Kompute is provided as a single header file Kompute.hpp
. See build-system section for configurations available.
This simple example will show the basics of Kompute through the high level API.
- Create Kompute Manager with default settings (device 0 and first compute compatible queue)

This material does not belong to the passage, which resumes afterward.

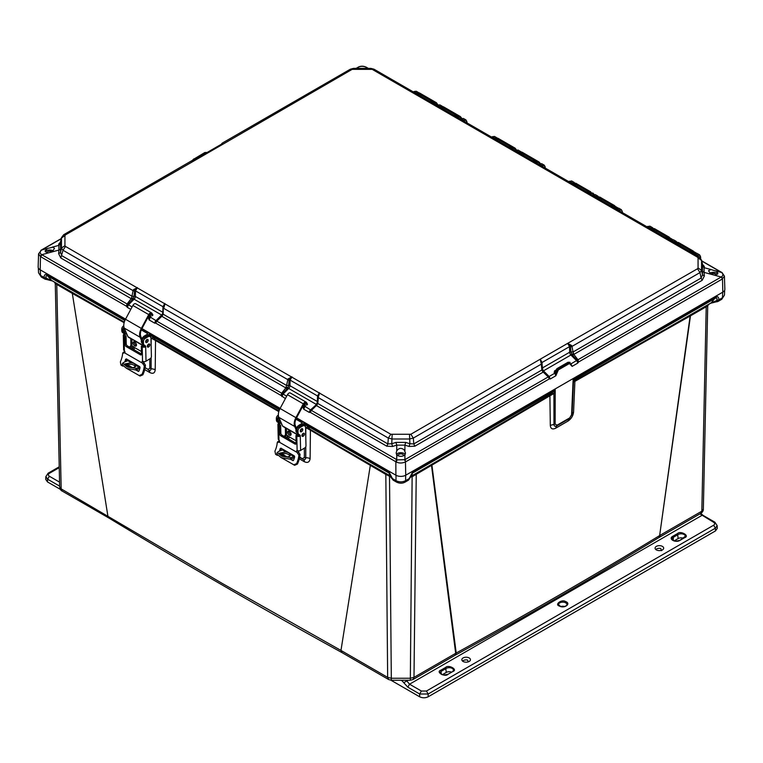 <?xml version="1.0" encoding="UTF-8"?>
<svg xmlns="http://www.w3.org/2000/svg" width="763" height="763" viewBox="0 0 763 763"><rect width="100%" height="100%" fill="white"/><g stroke="black" fill="none" stroke-linecap="round" stroke-linejoin="round"><path stroke-width="1.14" d="M716.419 301.166L716.629 301.786L716.734 300.565L711.345 302.758L665.975 328.958L708.388 304.647L707.711 306.097L703.343 509.112C703.429 510.733 702.589 512.154 700.806 513.375L701.826 511.191L660.148 535.254A4.921 2.842 60 0 1 659.127 537.438L659.127 537.438A4.921 2.842 60 0 1 658.86 537.562M718.002 301.433L718.927 299.792L716.734 300.565C717.334 298.381 716.924 297.58 715.484 298.161L574.425 379.602L575.121 380.489L665.975 328.958L665.717 329.845L690.134 316.035L659.633 535.578C593.614 575.741 525.812 614.892 456.207 653.023A4.921 2.766 61.3 0 1 455.187 655.188A4.921 2.766 61.3 0 1 454.91 655.312M108.851 518.001C184.77 563.914 262.482 608.779 342.005 652.613L340.975 650.429L223.063 583.905L61.174 488.883L62.194 491.067L108.861 518.01L107.85 515.836L72.313 293.402L56.777 284.437L56.348 283.321L51.655 280.45L46.266 278.247L46.333 279.353L46.581 278.857M305.791 437.266L305.801 427.642L304.323 423.169L389.092 472.106L389.531 475.521L393.193 480.175L389.531 475.521L340.699 447.328L369.883 464.333L370.303 465.449L340.975 650.429L387.652 677.372L385.83 474.414L340.899 448.177L340.699 447.328L310.207 429.311L310.417 430.17L340.899 448.177M432.306 464.018L457.485 449.321L411.677 475.959L432.306 464.018L431.915 465.115L456.207 653.023L413.994 677.372L412.983 679.547L454.653 655.493A4.921 2.842 -120 0 0 455.673 653.309L431.496 465.363L549.904 395.787L550.304 425.353C550.628 428.777 552.402 429.731 555.626 428.224L568.092 421.023C571.353 418.734 573.185 415.692 573.585 411.915L574.892 381.366L665.717 329.845M454.653 655.493L455.187 655.188C524.791 617.076 592.603 577.925 658.622 537.743A4.921 2.918 -121.3 0 0 659.633 535.578L690.601 314.9M144.722 369.588L149.767 372.525C153.105 374.147 154.918 373.145 155.213 369.55L155.538 340.498L278.81 411.629M285.381 428.854L285.744 437.333M299.315 458.83L304.418 461.749C307.613 463.198 309.511 462.178 310.112 458.697L310.417 430.17L305.801 427.642L308.033 427.232L310.207 429.311M56.348 283.321L71.856 292.277L72.313 293.402L124.131 322.701M130.94 338.677L131.341 348.186M431.934 464.238A2.737 1.574 -120 0 0 431.496 465.363L412.134 476.732L410.437 477.047M391.209 477.047L385.83 474.414L385.391 473.289L387.413 474.481M550.123 394.919L555.197 389.759L553.919 393.565L549.904 395.787L550.123 394.919L457.485 449.321L457.295 450.17M552.021 393.183L553.919 393.565L553.976 424.409C554.091 426.193 555.006 426.698 556.732 425.907L569.208 418.706L572.078 413.956L573.452 382.282L575.121 380.489M556.694 425.926L569.217 418.696L573.585 411.915M703.343 509.074L701.826 511.191L706.223 306.755L707.711 306.077L703.343 509.112M59.657 486.756L61.174 488.883L56.777 284.437L55.289 283.769L59.657 486.794L55.289 283.788L54.612 282.339M149.815 358.877L149.834 368.3L147.955 369.321L148.384 370.084C150.044 370.866 150.95 370.37 151.122 368.586L151.131 357.609M151.15 346.001L151.16 338.085L155.538 340.498L155.299 339.621L279.01 410.999M149.767 372.525A5.188 3.042 120.2 0 0 148.766 370.274M132.562 346.164L132.676 348.958M100.735 309.53L100.487 308.643L124.312 322.062M71.856 292.277L100.487 308.643L51.655 280.45L47.516 275.844C46.076 275.271 45.666 276.072 46.266 278.247L44.073 277.474C44.206 274.756 45.255 273.841 47.23 274.737L47.516 275.844L124.884 320.517M304.361 448.158L304.37 457.523L302.529 458.534L302.997 459.307C304.58 460.013 305.496 459.517 305.763 457.8L305.772 446.756M304.418 461.749A5.188 2.947 119.8 0 0 303.483 459.545M299.735 456.932L302.873 459.25M299.649 457.38L302.768 459.183M287.193 438.172L287.069 435.368L287.203 438.172M390.437 476.923L391.009 476.083M410.637 476.083L411.209 476.923M410.332 679.356L412.134 476.732L411.362 475.854M708.274 304.714L711.345 302.758L715.77 297.045C717.687 296.101 718.736 297.017 718.927 299.792L722.466 297.751L722.714 292.2M573.452 382.282L573.137 379.402L574.425 379.602L573.452 382.282L574.472 380.222M573.48 381.815L572.078 413.985L569.208 418.706M153.239 337.704L151.16 338.085L149.777 333.946L155.299 339.621M305.105 425.601L306.192 425.191L308.033 427.232M390.284 475.854L389.511 476.732L391.324 679.356M391.457 477.638L389.378 473.222L306.192 425.191L304.323 423.169L304.323 425.678M396.75 482.226L396.731 482.216C399.659 483.494 402.387 483.494 404.915 482.216L408.453 480.175L412.268 473.222L412.115 475.521L410.198 477.533L411.677 475.959M405.649 475.263L405.649 480.661L409.187 478.62L412.554 472.106L412.268 473.222L553.328 391.781L554.415 392.192M721.731 299.306L724.459 295.1L721.731 299.306L718.193 301.347L710.897 303.197M700.606 257.179L700.615 257.913L700.596 257.179C700.377 255.338 699.423 254.804 697.744 255.595L697.287 255.853M466.985 122.347L466.985 123.034L466.975 122.347C466.784 120.468 465.831 119.915 464.123 120.707L463.694 120.955M545.24 167.478L545.249 168.213L545.23 167.478C545.011 165.638 544.067 165.113 542.379 165.895L541.968 166.134M622.341 211.99L622.35 212.734M40.277 269.787L40.534 275.433L44.073 277.474L44.826 279.039L41.269 276.988L38.541 272.782L38.312 267.861M150.569 336.378L151.646 335.968L279.477 409.769M389.092 472.106L392.459 478.62L395.997 480.661L395.997 475.158M404.915 482.216L405.649 480.661C402.435 482.245 399.211 482.245 395.997 480.661L396.731 482.216L393.193 480.175M696.714 255.519L697.449 255.1L694.864 253.602L694.13 254.031L697.039 253.373L699.652 254.89L697.449 255.1L697.744 255.595M700.72 258.256L699.652 254.89L700.596 257.179M416.064 92.628L414.099 91.493L416.274 91.264L413.25 91.846M440.032 106.458L437.676 105.103L439.85 104.874L436.827 105.447M439.85 104.874L442.53 106.429L440.575 106.438M466.975 122.347L466.04 120.001L463.837 120.211L461.253 118.713L463.427 118.484L460.413 119.057M467.109 122.919L466.04 120.001L463.427 118.484M494.691 138.036L492.354 136.682L494.529 136.453L491.534 137.016M494.519 136.453L497.19 137.998L495.263 138.008M518.096 150.073L521.034 151.808L518.516 151.789L515.931 150.292L518.096 150.073L515.111 150.626M545.23 167.478L544.286 165.189L542.092 165.399L539.498 163.902L541.673 163.683L538.688 164.236M545.373 168.098L544.286 165.189L541.673 163.683M571.468 183.025L572.04 182.691L569.456 181.193L568.759 181.604L571.63 180.974L574.243 182.481L572.288 182.986M594.911 196.711L595.617 196.301L593.032 194.803L592.326 195.214L595.197 194.584L597.82 196.091L595.617 196.301L595.903 196.797L598.078 196.73M598.421 196.72L597.82 196.091L598.459 196.72M618.488 210.321L619.194 209.911L616.609 208.423L615.894 208.824L618.774 208.194L621.387 209.701L619.194 209.911L619.48 210.407C621.168 209.625 622.112 210.159 622.331 212L622.35 212.553M622.474 212.629L622.331 212M649.59 228.29L650.305 227.87L647.72 226.382L646.995 226.792L649.885 226.153L652.508 227.67L650.305 227.87L650.591 228.366L652.766 228.309M653.109 228.29L652.508 227.67L653.147 228.29M673.147 241.909L673.882 241.489L671.287 239.992L670.563 240.412L673.462 239.763L676.075 241.28L673.882 241.489L674.168 241.985L676.571 242.148M676.8 242.138L676.075 241.28L676.857 242.138M716.562 271.294L717.935 273.259L715.551 275.481L710.897 274.222L708.512 270.722L710.897 269.511L716.562 271.294M717.659 274.146A4.645 2.68 0 0 0 716.533 273.106A4.645 2.68 0 0 0 709.79 273.221M53.086 247.183L54.488 248.404L52.103 251.914L47.449 253.163L45.065 250.941L47.449 248.452L53.086 247.183M53.21 250.903A4.645 2.68 0 0 0 53.029 250.798A4.645 2.68 0 0 0 45.341 251.838M404.161 449.874L405.515 453.088L404.905 454.824C402.778 456.551 400.317 456.77 397.513 455.492L396.131 453.088L396.741 450.885C398.82 447.967 401.3 447.623 404.161 449.874M405.172 454.433A4.645 2.68 0 0 0 404.113 453.489A4.645 2.68 0 0 0 396.474 454.433M715.789 275.414A2.642 1.526 0 0 0 715.894 275.023A2.642 1.526 0 0 0 715.122 273.927A2.642 1.526 0 0 0 710.954 274.26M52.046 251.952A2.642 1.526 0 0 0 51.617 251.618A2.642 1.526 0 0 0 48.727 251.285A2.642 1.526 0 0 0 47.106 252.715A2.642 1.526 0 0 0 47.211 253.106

- Create and initialise Kompute Tensors through manager
- Run multiplication operation synchronously
- Map results back from GPU memory to print the results
View the extended version or more examples.
int main() {
// 1. Create Kompute Manager with default settings (device 0 and first compute compatible queue)
kp::Manager mgr;
// 2. Create and initialise Kompute Tensors through manager
auto tensorInA = mgr.buildTensor({ 2., 2., 2. });
auto tensorInB = mgr.buildTensor({ 1., 2., 3. });
auto tensorOut = mgr.buildTensor({ 0., 0., 0. });
// 3. Run multiplication operation synchronously
mgr.evalOpDefault<kp::OpMult<>>(
{ tensorInA, tensorInB, tensorOut })
// 4. Map results back from GPU memory to print the results
mgr.evalOpDefault<kp::OpTensorSyncLocal>({ tensorInA, tensorInB, tensorOut })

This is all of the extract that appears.